@bingopro, I'm obviously not going to say. If I did it'd make my source useless as it would get hammered by several people.
Also, a word of advice. If you are going to do long scraping sessions with gscraper, make sure to have it create several files. I'm now sitting with a file of 110 million lines (7,5gb) and I still can't figure out how to dedupe it. Nothing will split the file so far, and scrapebox's dupremove addon won't handle it either. I'd appreciate any recommendations.
@fakenickahl gscraper will take forever to open something that size. I have custom coded program that runs on linux os and can handle anything I throw at it.
If you want I can try to clean it for you, send me message...I understand if you dont so no worries
@fakenickahl - Try splitting the file, merge back together, and then remove duplicate URLs. I haven't done this with a file quite as big as yours, but it's worked on files ~10% the size.
Thanks for all your suggestions guys! I hadn't imagined I'd get much help, just felt like whining a little.
@Justin, I just tried sertools. When splitting the file it only got about 1/4th of the file, and when trying to dedupe it, I let it try for about two hours. It hadn't created any files and the software was unresponsive while using 15gb ram, so I decided to just shut it down. They've got some very nice tools on their homepage though, I'll definitely try them out.
@gooner, didn't really think of gscraper because I thought it'd be the last tool that'd handle such a large list, thanks though, I might just give it a try
@jpvr90, that's a great offer. I'll first exhaust a couple more options, but I just might take you up on it. I realize you're also going to use the list, but that only seems fair to me.

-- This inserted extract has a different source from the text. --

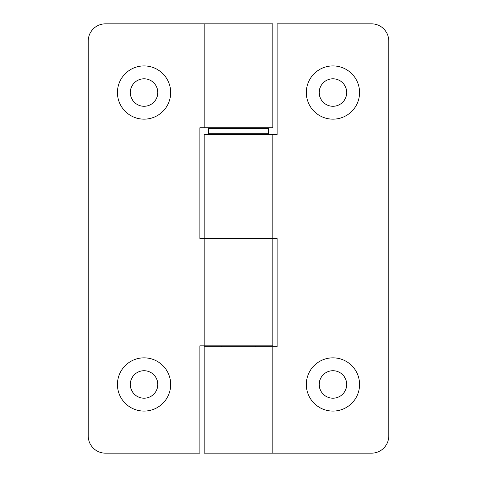 <?xml version="1.0" encoding="UTF-8"?>
<svg xmlns="http://www.w3.org/2000/svg" width="477" height="477" viewBox="0 0 477 477"><rect width="100%" height="100%" fill="white"/><g stroke="black" fill="none" stroke-linecap="round" stroke-linejoin="round"><path stroke-width="0.72" d="M130.316 92.538A13.738 13.738 0 0 0 144.054 106.276A13.738 13.738 0 0 0 157.792 92.538A13.738 13.738 0 0 0 144.054 78.8A13.738 13.738 0 0 0 130.316 92.538M117.437 92.538A26.617 26.617 0 0 0 144.054 119.155A26.617 26.617 0 0 0 170.671 92.538A26.617 26.617 0 0 0 144.054 65.921A26.617 26.617 0 0 0 117.437 92.538M130.316 384.462A13.738 13.738 0 0 0 144.054 398.2A13.738 13.738 0 0 0 157.792 384.462A13.738 13.738 0 0 0 144.054 370.724A13.738 13.738 0 0 0 130.316 384.462M117.437 384.462A26.617 26.617 0 0 0 144.054 411.079A26.617 26.617 0 0 0 170.671 384.462A26.617 26.617 0 0 0 144.054 357.845A26.617 26.617 0 0 0 117.437 384.462M204.156 345.825L199.863 345.825L199.863 453.15L105.417 453.15A17.172 17.172 0 0 1 88.245 435.978L88.245 41.022A17.172 17.172 0 0 1 105.417 23.85L272.844 23.85L272.844 127.741L199.863 127.741L199.863 238.5L272.844 238.5L204.156 238.5L204.156 345.825L272.844 345.825L272.844 238.5L277.137 238.5L277.137 346.684L204.156 346.684L204.156 453.15L371.583 453.15A17.172 17.172 0 0 0 388.755 435.978L388.755 41.022A17.172 17.172 0 0 0 371.583 23.85L277.137 23.85L277.137 134.609L204.156 134.609L204.156 238.5M221.328 134.609L221.328 134.18L255.672 134.18L255.672 134.609M221.328 127.741L221.328 128.17L255.672 128.17L255.672 127.741M268.551 133.751L208.449 133.751L208.449 128.599L268.551 128.599L268.551 133.751M319.208 92.538A13.738 13.738 0 0 0 332.946 106.276A13.738 13.738 0 0 0 346.684 92.538A13.738 13.738 0 0 0 332.946 78.8A13.738 13.738 0 0 0 319.208 92.538M306.329 92.538A26.617 26.617 0 0 0 332.946 119.155A26.617 26.617 0 0 0 359.563 92.538A26.617 26.617 0 0 0 332.946 65.921A26.617 26.617 0 0 0 306.329 92.538M319.208 384.462A13.738 13.738 0 0 0 332.946 398.2A13.738 13.738 0 0 0 346.684 384.462A13.738 13.738 0 0 0 332.946 370.724A13.738 13.738 0 0 0 319.208 384.462M306.329 384.462A26.617 26.617 0 0 0 332.946 411.079A26.617 26.617 0 0 0 359.563 384.462A26.617 26.617 0 0 0 332.946 357.845A26.617 26.617 0 0 0 306.329 384.462M204.156 23.85L204.156 127.741M255.672 345.825L255.672 346.684M251.379 134.18L251.379 133.751M251.379 128.599L251.379 128.17M225.621 134.18L225.621 133.751M225.621 128.599L225.621 128.17M221.328 345.825L221.328 346.684M272.844 134.609L272.844 238.5M272.844 346.684L272.844 453.15"/></g></svg>

@johng, my wish is to do so, but I've found no tool that'll allow me to split such a large file before either crashing or stopping before everything has been split.
I think I've tried 6 different tools and text editors which I was recommended, and I've got 2 tools taking a crack the list this very moment. I've definitely learnt my lesson and I'm splitting my files up as I scrape now
Here's a crazy idea... Create 20 projects in SER, import the list and split across all projects, then export the target url's from each project individually... You'll end up with a split list. That might just work or it might kill SER
@fakenickahl I don't know if this is the case with you but 2 times in my case gscraper has "corrupted" some text files somehow when scraping/saving and I could not open these with anything. Files were not even that big and I have cleaned/deduped much larger files than those.
I buy 30 privat proxy (http://wooproxy.com/). In scapebox's setting i use google harvesting 4. And i only scrape 200K links. i test proxy - it's alive. If i wait one hour i can continue scrap link (((. I also buy private proxy by SquidProxies. and i have a problem too.
How do I get around scrapebox only being able to scrape 1mil links? I mean I have this 500K keyword list + footprint list, I am currently sitting here grabbing like 1500 KWs at a time and running them thru scrapebox.. very annoying and will take FOREVER with 500K... Is there a way to get scrapebox to do it and it will find all links but only shows 1 mil? And save to files?
or am I screwed and have to do it little by little
@tsaimllc, @davbel - there is a workaround for your issue. Split your mega list in smaller chunks and buy SB automator plugin (20$ or 25$). You can setup sb to do everything on its own - scrape, dedupe, save, test proxies. Add many projects at once and thats it.
Comments
Just kidding... GScraper can't de-dup/split it?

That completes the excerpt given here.